(Data provided)
☆ ☆ ☆ ☆ ☆

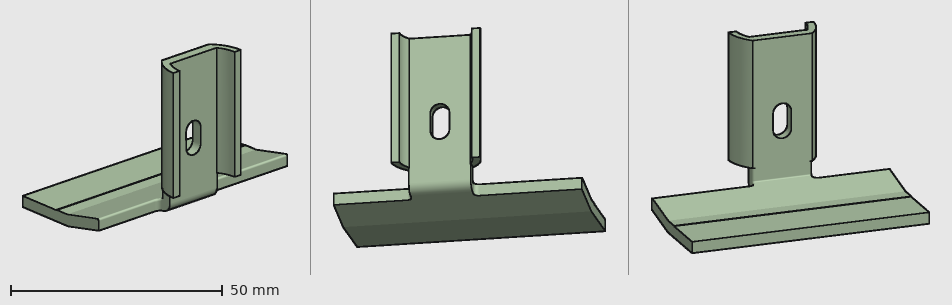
import cadquery as cq
import math

plate_length = 60.0
flat_thickness = 2.9
bent_thickness = 3.0
step_x = 12.0
bend_x = 15.85
plate_end_x = 26.95
slope = math.radians(11.5)

channel_axis_x = 35.75
channel_center_y = -3.5
channel_outer_radius = 10.75
flange_thickness = 2.0
web_width = 15.0
web_thickness = 2.9
channel_bottom_z = 8.95
part_height = 40.9
web_front_x = channel_axis_x - math.sqrt(channel_outer_radius**2 - (web_width / 2) ** 2)
web_back_x = web_front_x + web_thickness

slot_width = 4.6
slot_height = 8.7
slot_center_z = 19.9

inner_bend_radius = 0.35
outer_bend_radius = 2.5
notch_radius = 1.15
edge_radius = 0.5


def top_z(x):
    """Height of the sloped upper face."""
    return bent_thickness + (x - bend_x) * math.tan(slope)


lower_bend_x = bend_x + bent_thickness * math.tan(slope / 2)


def bottom_z(x):
    """Height of the sloped lower face."""
    return (x - lower_bend_x) * math.tan(slope)


def make_bent_strip():
    """Side profile of plate and neck, extruded over the full plate length."""
    strip = (
        cq.Workplane("XZ")
        .polyline([
            (0, 0),
            (lower_bend_x, 0),
            (web_back_x, bottom_z(web_back_x)),
            (web_back_x, channel_bottom_z),
            (web_front_x, channel_bottom_z),
            (web_front_x, top_z(web_front_x)),
            (bend_x, bent_thickness),
            (step_x, bent_thickness),
            (step_x, flat_thickness),
            (0, flat_thickness),
        ])
        .close()
        .extrude(plate_length / 2, both=True)
    )
    inner_bend = cq.selectors.NearestToPointSelector((web_front_x, 0, top_z(web_front_x)))
    outer_bend = cq.selectors.NearestToPointSelector((web_back_x, 0, bottom_z(web_back_x)))
    strip = strip.edges(inner_bend).fillet(inner_bend_radius)
    return strip.edges(outer_bend).fillet(outer_bend_radius)


def make_plan_outline():
    """Plate and narrow neck seen in plan, with rounded inside corners."""
    neck_low_y = channel_center_y - web_width / 2
    neck_high_y = channel_center_y + web_width / 2
    margin = notch_radius / 2
    plate = cq.Workplane("XY").box(
        plate_end_x, plate_length, part_height, centered=(False, True, False)
    )
    neck = cq.Workplane("XY", origin=(0, channel_center_y, 0)).box(
        web_back_x, web_width, part_height, centered=(False, True, False)
    )
    corners = cq.selectors.BoxSelector(
        (plate_end_x - margin, neck_low_y - margin, 0),
        (plate_end_x + margin, neck_high_y + margin, part_height),
    )
    return plate.union(neck).edges("|Z").edges(corners).fillet(notch_radius)


def make_plate_and_neck():
    """Bent strip trimmed to its plan outline, with its upper rim rounded."""
    body = make_bent_strip().intersect(make_plan_outline())
    for side in (-1, 1):
        neck_side_y = channel_center_y + side * web_width / 2
        plate_side_y = side * plate_length / 2
        rim_point = (plate_end_x, (neck_side_y + plate_side_y) / 2, top_z(plate_end_x))
        body = body.edges(cq.selectors.NearestToPointSelector(rim_point)).fillet(edge_radius)
    return body


def tube_segment(radius, from_x):
    """Part of an upright cylinder about the channel axis, between from_x and the axis."""
    height = part_height - channel_bottom_z
    depth = channel_axis_x - from_x
    base = cq.Workplane("XY", origin=(channel_axis_x, channel_center_y, channel_bottom_z))
    limit = base.center(-depth / 2, 0).rect(depth, 2 * radius).extrude(height)
    return base.circle(radius).extrude(height).intersect(limit)


def make_channel():
    """Arc flanges joined by the flat web, pierced by the slot."""
    outer = tube_segment(channel_outer_radius, web_front_x)
    hollow = tube_segment(channel_outer_radius - flange_thickness, web_back_x)
    slot = (
        cq.Workplane("YZ", origin=(web_front_x, channel_center_y, slot_center_z))
        .slot2D(slot_height, slot_width, 90)
        .extrude(web_thickness)
    )
    return outer.cut(hollow).cut(slot)


result = make_plate_and_neck().union(make_channel())

☆ ☆ ☆ ☆ ☆

(Task objective) Word for word, print out all of the records above; pass over the pictures.

(Answer section)
import cadquery as cq
import math

plate_length = 60.0
flat_thickness = 2.9
bent_thickness = 3.0
step_x = 12.0
bend_x = 15.85
plate_end_x = 26.95
slope = math.radians(11.5)

channel_axis_x = 35.75
channel_center_y = -3.5
channel_outer_radius = 10.75
flange_thickness = 2.0
web_width = 15.0
web_thickness = 2.9
channel_bottom_z = 8.95
part_height = 40.9
web_front_x = channel_axis_x - math.sqrt(channel_outer_radius**2 - (web_width / 2) ** 2)
web_back_x = web_front_x + web_thickness

slot_width = 4.6
slot_height = 8.7
slot_center_z = 19.9

inner_bend_radius = 0.35
outer_bend_radius = 2.5
notch_radius = 1.15
edge_radius = 0.5


def top_z(x):
    """Height of the sloped upper face."""
    return bent_thickness + (x - bend_x) * math.tan(slope)


lower_bend_x = bend_x + bent_thickness * math.tan(slope / 2)


def bottom_z(x):
    """Height of the sloped lower face."""
    return (x - lower_bend_x) * math.tan(slope)


def make_bent_strip():
    """Side profile of plate and neck, extruded over the full plate length."""
    strip = (
        cq.Workplane("XZ")
        .polyline([
            (0, 0),
            (lower_bend_x, 0),
            (web_back_x, bottom_z(web_back_x)),
            (web_back_x, channel_bottom_z),
            (web_front_x, channel_bottom_z),
            (web_front_x, top_z(web_front_x)),
            (bend_x, bent_thickness),
            (step_x, bent_thickness),
            (step_x, flat_thickness),
            (0, flat_thickness),
        ])
        .close()
        .extrude(plate_length / 2, both=True)
    )
    inner_bend = cq.selectors.NearestToPointSelector((web_front_x, 0, top_z(web_front_x)))
    outer_bend = cq.selectors.NearestToPointSelector((web_back_x, 0, bottom_z(web_back_x)))
    strip = strip.edges(inner_bend).fillet(inner_bend_radius)
    return strip.edges(outer_bend).fillet(outer_bend_radius)


def make_plan_outline():
    """Plate and narrow neck seen in plan, with rounded inside corners."""
    neck_low_y = channel_center_y - web_width / 2
    neck_high_y = channel_center_y + web_width / 2
    margin = notch_radius / 2
    plate = cq.Workplane("XY").box(
        plate_end_x, plate_length, part_height, centered=(False, True, False)
    )
    neck = cq.Workplane("XY", origin=(0, channel_center_y, 0)).box(
        web_back_x, web_width, part_height, centered=(False, True, False)
    )
    corners = cq.selectors.BoxSelector(
        (plate_end_x - margin, neck_low_y - margin, 0),
        (plate_end_x + margin, neck_high_y + margin, part_height),
    )
    return plate.union(neck).edges("|Z").edges(corners).fillet(notch_radius)


def make_plate_and_neck():
    """Bent strip trimmed to its plan outline, with its upper rim rounded."""
    body = make_bent_strip().intersect(make_plan_outline())
    for side in (-1, 1):
        neck_side_y = channel_center_y + side * web_width / 2
        plate_side_y = side * plate_length / 2
        rim_point = (plate_end_x, (neck_side_y + plate_side_y) / 2, top_z(plate_end_x))
        body = body.edges(cq.selectors.NearestToPointSelector(rim_point)).fillet(edge_radius)
    return body


def tube_segment(radius, from_x):
    """Part of an upright cylinder about the channel axis, between from_x and the axis."""
    height = part_height - channel_bottom_z
    depth = channel_axis_x - from_x
    base = cq.Workplane("XY", origin=(channel_axis_x, channel_center_y, channel_bottom_z))
    limit = base.center(-depth / 2, 0).rect(depth, 2 * radius).extrude(height)
    return base.circle(radius).extrude(height).intersect(limit)


def make_channel():
    """Arc flanges joined by the flat web, pierced by the slot."""
    outer = tube_segment(channel_outer_radius, web_front_x)
    hollow = tube_segment(channel_outer_radius - flange_thickness, web_back_x)
    slot = (
        cq.Workplane("YZ", origin=(web_front_x, channel_center_y, slot_center_z))
        .slot2D(slot_height, slot_width, 90)
        .extrude(web_thickness)
    )
    return outer.cut(hollow).cut(slot)


result = make_plate_and_neck().union(make_channel())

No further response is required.